2003.10
(6) 開経偈(かいきょうげ)
今月は「開経偈」を読みましょう。
無 上 甚 深 微 妙 法 む じょうじんじん み みょう ほう 百 千 万 劫 難 遭 遇 ひゃくせんまんごうなんそうぐう 我 今 見 聞 得 受 持 がーこんけんもんとくじゅーじー 願 解 如 来 真 実 義 がん げ にょらいしんじつぎー |
無上甚深微妙の法は、 百千万劫にも遭い遇うこと難し。 われ今、見聞し受持することを得たり。 ねがわくは如来の真実義を解したてまつらん。 |
「開経」の名のとおり、「経」(これはいわば狭義のお経、つまりおつとめの中で『浄土三部経』から抜粋して読むお経のことです)の直前に読む偈文です。仏教と出会うことができた歓びと、仏のさとられた真理をわれも理解できますように、という願いを綴った偈文です。
私がはじめて仏教と出会ったのは、学生時代です。当時はマスコミを将来の進路と決めて、読書やアルバイトに励んでおりました。知識や経験を蓄積することイコール人間の成長だと信じて疑いませんでした。

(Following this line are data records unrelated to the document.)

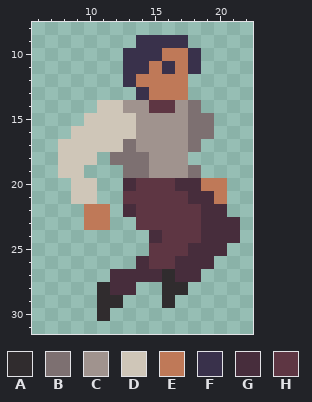
Pixel-art file: res/player-jump.ase. That is the earlier state.
32x32 pixels, 1 frame. Shown: x 6..22, y 8..31.
Palette (. is transparent): A #302c2e  B #7d7071  C #a0938e  D #cfc6b8  E #bf7958  F #39314b  G #472d3c  H #5e3643
After the commit:
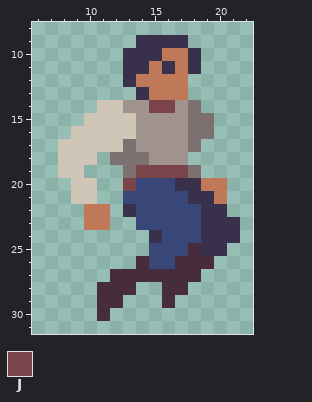
Colours new in this view: J #7a444a
Author's note on the commit: finesed the try jump mechanics
The edit:
Colour H changes from #5e3643 to #394778.
The edit turns colour G into colour F in row 20 at x 17 to 18; in row 21 at x 18 to 19; in row 22 at x 13 and 19 to 20; in row 23 at x 19 to 21; in row 24 at x 15 and 19 to 21; in row 25 at x 19 to 20.
The edit turns colour A into colour G in row 27 at x 16; in row 28 at x 11 and 16 to 17; in row 29 at x 11 to 12 and 16; in row 30 at x 11.
The edit turns colour B into colour J in row 19 at x 14.
The edit turns colour C into colour J in row 19 at x 15 to 17.
The edit turns colour G into colour J in row 20 at x 13.
The edit turns colour H into colour J in row 14 at x 15 to 16.
Pixel boxes of the changes (left, top, right, bottom) in both pictures:
changed: (97, 100, 240, 321)

たまたま手にした仏教書には、衝撃を受けました。「過去を手放せ」と書いてあったからです。
知識や経験をたくさん積み重ね、その中から必要なものを取りだして自在に使えるようになりたい、とこう思い込んでいたわけですから、「過去を手放せ」「今、ここに生きよ」「判断、評価するな」というような教えは、自分の価値観を根底からひっくり返すものでありました。が同時に、ある種のすがすがしさ、身軽さも感じさせてくれたのです。
これが私と仏教との出会いでした。
尊い教えというものは、一度聞いて理解した、ということではなく、幾度となく新しい出会いを頂けるものだと思います。浄土の教えも同じ。なむあみだぶつ――難解な教えではありませんが、深さと新鮮さを感じます。
ねがわくは皆さまとともに、仏のさとられた真理を理解できますように。